*** Records for the task ***
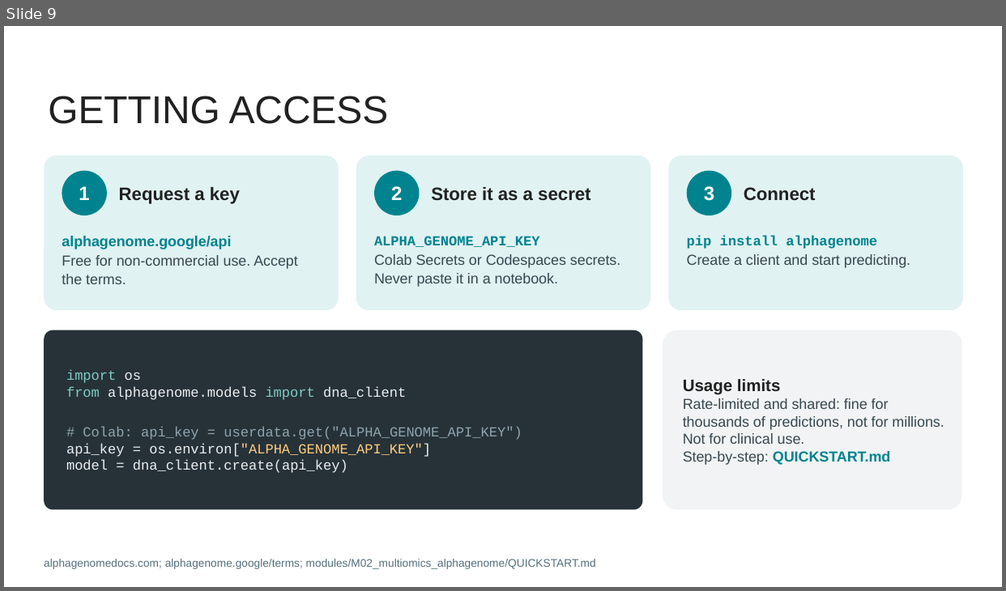
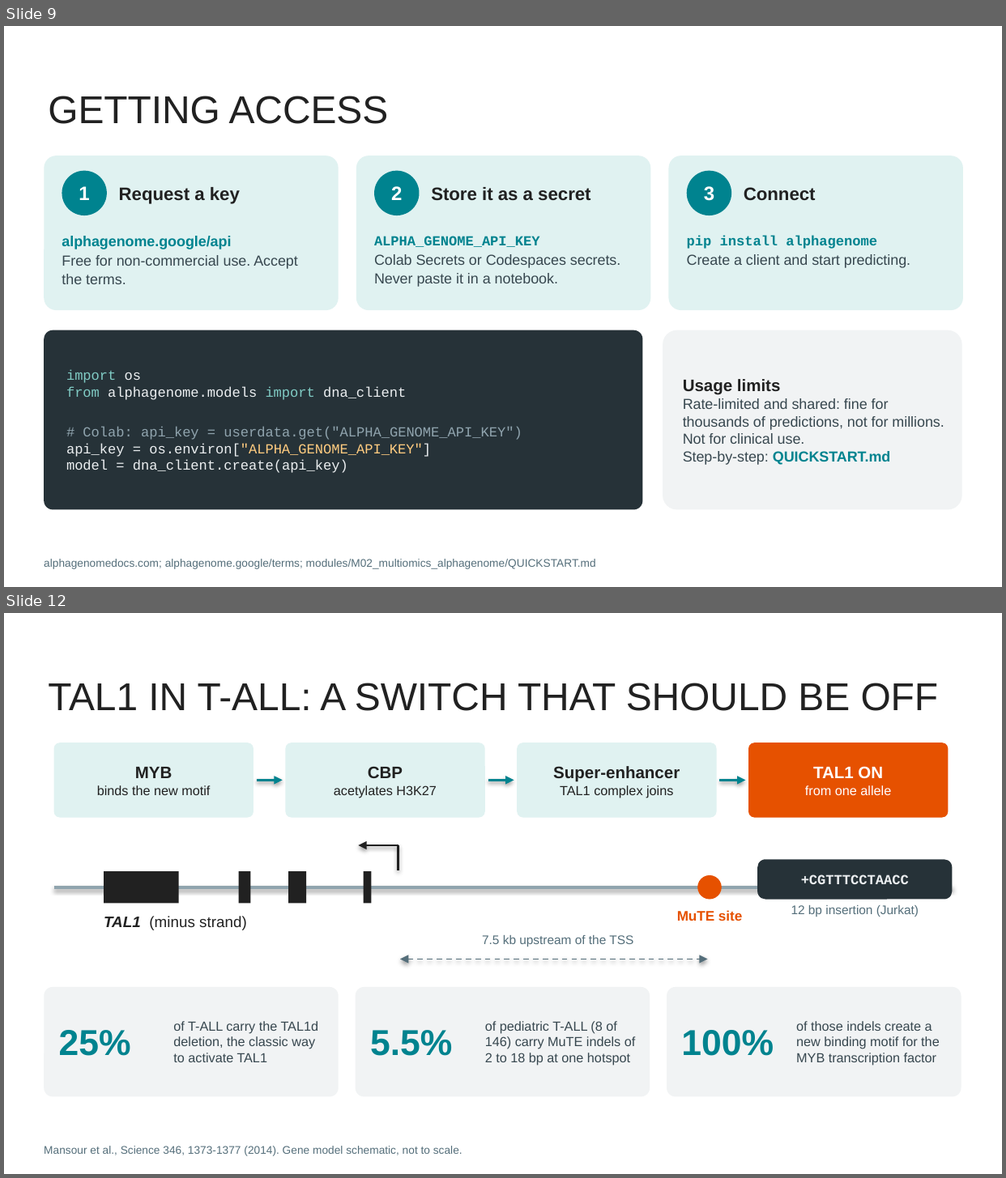
Before and after one commit to BigMindLab/Tutorial_IA_ISCB-LATAM_2026, a slide deck: slides/Workshop-ISCB_M02.pptx. Shown one above the other, each under a label of ours: slide 9 before the commit, slides 9 and 12 after it; the slides between them are not shown. The pictures are 1006x591 and 1006x1178 pixels, drawn with LibreOffice and Linux fonts; fonts in the diff are those of the drawing. Boxes give left, top, right and bottom in pixels: in the first picture for what was removed or moved away, otherwise in the second. Text is boxed around its words. In the diff, an @@ line names an element or a change of style, - is before the commit and + after.

```diff
--- a/slides/Workshop-ISCB_M02.pptx
+++ b/slides/Workshop-ISCB_M02.pptx
@@ slide 12 added at (4, 613, 1002, 1174), background #FFFFFF @@
@@ title added at (48, 683, 939, 711), 28 pt, text #212121 @@
+TAL1 IN T-ALL: A SWITCH THAT SHOULD BE OFF
@@ rounded rectangle added at (54, 743, 253, 818), fill #E0F2F1, 9.5 pt, text #212121 @@
+MYB
+binds the new motif
@@ rounded rectangle added at (285, 743, 485, 818), fill #E0F2F1, 9.5 pt, text #212121 @@
+CBP
+acetylates H3K27
@@ rounded rectangle added at (517, 743, 717, 818), fill #E0F2F1, 9.5 pt, text #212121 @@
+Super-enhancer
+TAL1 complex joins
@@ rounded rectangle added at (748, 743, 948, 818), fill #E65100, 9.5 pt, text #FFFFFF @@
+TAL1 ON
+from one allele
@@ arrow added from (257, 781) to (283, 781), #00838F 2 pt @@
@@ arrow added from (488, 781) to (514, 781), #00838F 2 pt @@
@@ arrow added from (719, 781) to (745, 781), #00838F 2 pt @@
@@ arrow added from (398, 845) to (358, 845), #212121 1.5 pt @@
@@ line added from (398, 845) to (398, 871), #212121 1.5 pt @@
@@ rectangle added at (104, 871, 179, 904), fill #212121 @@
@@ rectangle added at (239, 871, 250, 904), fill #212121 @@
@@ rectangle added at (288, 871, 306, 904), fill #212121 @@
@@ rectangle added at (364, 871, 371, 904), fill #212121 @@
@@ ellipse added at (697, 875, 722, 900), fill #E65100 @@
@@ rounded rectangle added at (757, 859, 952, 900), fill #263238, 10 pt, text #ECEFF1, bold @@
++CGTTTCCTAACC
@@ line added from (54, 888) to (952, 888), #90A4AE 2 pt @@
@@ text added at (104, 916, 247, 931), 11 pt, text #212121 @@
+TAL1 (minus strand)
@@ text added at (677, 910, 742, 921), 10 pt, text #E65100, bold @@
+MuTE site
@@ text added at (791, 905, 918, 917), 9 pt, text #546E7A @@
+12 bp insertion (Jurkat)
@@ text added at (482, 935, 633, 947), 9 pt, text #546E7A @@
+7.5 kb upstream of the TSS
@@ double arrow added from (400, 960) to (708, 960), #546E7A 1 pt dashed @@
@@ rounded rectangle added at (44, 987, 339, 1097), fill #F1F3F4 @@
@@ rounded rectangle added at (356, 987, 650, 1097), fill #F1F3F4 @@
@@ rounded rectangle added at (667, 987, 961, 1097), fill #F1F3F4 @@
@@ text added at (173, 1021, 319, 1063), 9.5 pt, text #37474F @@
+of T-ALL carry the TAL1d deletion, the classic way to activate TAL1
@@ text added at (485, 1021, 636, 1065), 9.5 pt, text #37474F @@
+of pediatric T-ALL (8 of 146) carry MuTE indels of 2 to 18 bp at one hotspot
@@ text added at (796, 1021, 940, 1065), 9.5 pt, text #37474F @@
+of those indels create a new binding motif for the MYB transcription factor
@@ text added at (59, 1030, 131, 1056), 26 pt, text #00838F, bold @@
+25%
@@ text added at (370, 1030, 452, 1056), 26 pt, text #00838F, bold @@
+5.5%
@@ text added at (681, 1030, 774, 1056), 26 pt, text #00838F, bold @@
+100%
@@ text added at (44, 1146, 462, 1157), 8 pt, text #546E7A @@
+Mansour et al., Science 346, 1373-1377 (2014). Gene model schematic, not to scale.
```
Also in this commit, not shown: 7 other slides added.
*** End of Records for the task ***
Your goal →
With the pictures removed, the entries above should be transcribed exactly.

Exercise answer →
Before and after one commit to BigMindLab/Tutorial_IA_ISCB-LATAM_2026, a slide deck: slides/Workshop-ISCB_M02.pptx. Shown one above the other, each under a label of ours: slide 9 before the commit, slides 9 and 12 after it; the slides between them are not shown. The pictures are 1006x591 and 1006x1178 pixels, drawn with LibreOffice and Linux fonts; fonts in the diff are those of the drawing. Boxes give left, top, right and bottom in pixels: in the first picture for what was removed or moved away, otherwise in the second. Text is boxed around its words. In the diff, an @@ line names an element or a change of style, - is before the commit and + after.

```diff
--- a/slides/Workshop-ISCB_M02.pptx
+++ b/slides/Workshop-ISCB_M02.pptx
@@ slide 12 added at (4, 613, 1002, 1174), background #FFFFFF @@
@@ title added at (48, 683, 939, 711), 28 pt, text #212121 @@
+TAL1 IN T-ALL: A SWITCH THAT SHOULD BE OFF
@@ rounded rectangle added at (54, 743, 253, 818), fill #E0F2F1, 9.5 pt, text #212121 @@
+MYB
+binds the new motif
@@ rounded rectangle added at (285, 743, 485, 818), fill #E0F2F1, 9.5 pt, text #212121 @@
+CBP
+acetylates H3K27
@@ rounded rectangle added at (517, 743, 717, 818), fill #E0F2F1, 9.5 pt, text #212121 @@
+Super-enhancer
+TAL1 complex joins
@@ rounded rectangle added at (748, 743, 948, 818), fill #E65100, 9.5 pt, text #FFFFFF @@
+TAL1 ON
+from one allele
@@ arrow added from (257, 781) to (283, 781), #00838F 2 pt @@
@@ arrow added from (488, 781) to (514, 781), #00838F 2 pt @@
@@ arrow added from (719, 781) to (745, 781), #00838F 2 pt @@
@@ arrow added from (398, 845) to (358, 845), #212121 1.5 pt @@
@@ line added from (398, 845) to (398, 871), #212121 1.5 pt @@
@@ rectangle added at (104, 871, 179, 904), fill #212121 @@
@@ rectangle added at (239, 871, 250, 904), fill #212121 @@
@@ rectangle added at (288, 871, 306, 904), fill #212121 @@
@@ rectangle added at (364, 871, 371, 904), fill #212121 @@
@@ ellipse added at (697, 875, 722, 900), fill #E65100 @@
@@ rounded rectangle added at (757, 859, 952, 900), fill #263238, 10 pt, text #ECEFF1, bold @@
++CGTTTCCTAACC
@@ line added from (54, 888) to (952, 888), #90A4AE 2 pt @@
@@ text added at (104, 916, 247, 931), 11 pt, text #212121 @@
+TAL1 (minus strand)
@@ text added at (677, 910, 742, 921), 10 pt, text #E65100, bold @@
+MuTE site
@@ text added at (791, 905, 918, 917), 9 pt, text #546E7A @@
+12 bp insertion (Jurkat)
@@ text added at (482, 935, 633, 947), 9 pt, text #546E7A @@
+7.5 kb upstream of the TSS
@@ double arrow added from (400, 960) to (708, 960), #546E7A 1 pt dashed @@
@@ rounded rectangle added at (44, 987, 339, 1097), fill #F1F3F4 @@
@@ rounded rectangle added at (356, 987, 650, 1097), fill #F1F3F4 @@
@@ rounded rectangle added at (667, 987, 961, 1097), fill #F1F3F4 @@
@@ text added at (173, 1021, 319, 1063), 9.5 pt, text #37474F @@
+of T-ALL carry the TAL1d deletion, the classic way to activate TAL1
@@ text added at (485, 1021, 636, 1065), 9.5 pt, text #37474F @@
+of pediatric T-ALL (8 of 146) carry MuTE indels of 2 to 18 bp at one hotspot
@@ text added at (796, 1021, 940, 1065), 9.5 pt, text #37474F @@
+of those indels create a new binding motif for the MYB transcription factor
@@ text added at (59, 1030, 131, 1056), 26 pt, text #00838F, bold @@
+25%
@@ text added at (370, 1030, 452, 1056), 26 pt, text #00838F, bold @@
+5.5%
@@ text added at (681, 1030, 774, 1056), 26 pt, text #00838F, bold @@
+100%
@@ text added at (44, 1146, 462, 1157), 8 pt, text #546E7A @@
+Mansour et al., Science 346, 1373-1377 (2014). Gene model schematic, not to scale.
```
Also in this commit, not shown: 7 other slides added.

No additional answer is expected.